* What you need to do *
Return each line of the data below that contains the string "axis".

* Information *
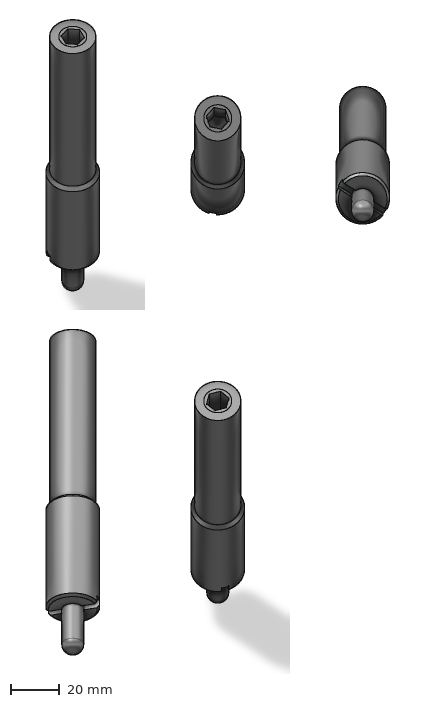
import cadquery as cq
import math

total_height = 151.0
housing_bottom = 21.3
shoulder_bottom = 69.5
shoulder_top = 71.1

barrel_radius = 11.0
stem_radius = 9.5
bottom_chamfer = 1.0
slot_width = 3.2
slot_depth = 3.6

tip_radius = 4.5
core_radius = 5.7
core_bottom = shoulder_bottom

socket_across_flats = 8.3
socket_corner_radius = socket_across_flats / math.sqrt(3)
socket_depth = 15.1
floor_cone_angle = 120.0
floor_cone_depth = socket_corner_radius / math.tan(math.radians(floor_cone_angle / 2))


def cylinder(radius, bottom, top):
    """Solid cylinder on the Z axis between two heights."""
    return cq.Workplane("XY").workplane(offset=bottom).circle(radius).extrude(top - bottom)


def make_housing():
    """Stepped sleeve with a stepped bore and a driver slot across its lower end."""
    barrel = cylinder(barrel_radius, housing_bottom, shoulder_bottom)
    barrel = barrel.faces("<Z").chamfer(bottom_chamfer)
    shoulder = (
        cq.Workplane("XY").workplane(offset=shoulder_bottom).circle(barrel_radius)
        .workplane(offset=shoulder_top - shoulder_bottom).circle(stem_radius).loft(ruled=True)
    )
    stem = cylinder(stem_radius, shoulder_top, total_height)
    lower_bore = cylinder(tip_radius, housing_bottom, core_bottom)
    upper_bore = cylinder(core_radius, core_bottom, total_height)
    slot = (
        cq.Workplane("XY").workplane(offset=housing_bottom)
        .rect(slot_width, 2 * barrel_radius).extrude(slot_depth)
    )
    body = barrel.union(shoulder).union(stem)
    return body.cut(lower_bore).cut(upper_bore).cut(slot)


def make_socket():
    """Hexagonal prism with corners on the X axis, and a cone pointing down below it."""
    floor_height = total_height - socket_depth
    hexagon = (
        cq.Workplane("XY").workplane(offset=floor_height)
        .polygon(6, 2 * socket_corner_radius).extrude(socket_depth)
    )
    cone = (
        cq.Workplane("XZ").moveTo(0, floor_height - floor_cone_depth)
        .lineTo(socket_corner_radius, floor_height).lineTo(0, floor_height).close()
        .revolve(360, (0, 0), (0, 1))
    )
    hexagon_cone = cone.intersect(hexagon.translate((0, 0, -socket_depth)))
    return hexagon.union(hexagon_cone)


def make_pin():
    """Round-nosed pin with a thicker upper core that fills the housing bore."""
    nose = cq.Workplane("XY").sphere(tip_radius).translate((0, 0, tip_radius))
    shank = cylinder(tip_radius, tip_radius, core_bottom)
    core = cylinder(core_radius, core_bottom, total_height)
    return nose.union(shank).union(core).cut(make_socket())


housing = make_housing()
pin = make_pin()
result = cq.Compound.makeCompound([housing.val(), pin.val()])

* Expected answer *
    """Solid cylinder on the Z axis between two heights."""
    """Hexagonal prism with corners on the X axis, and a cone pointing down below it."""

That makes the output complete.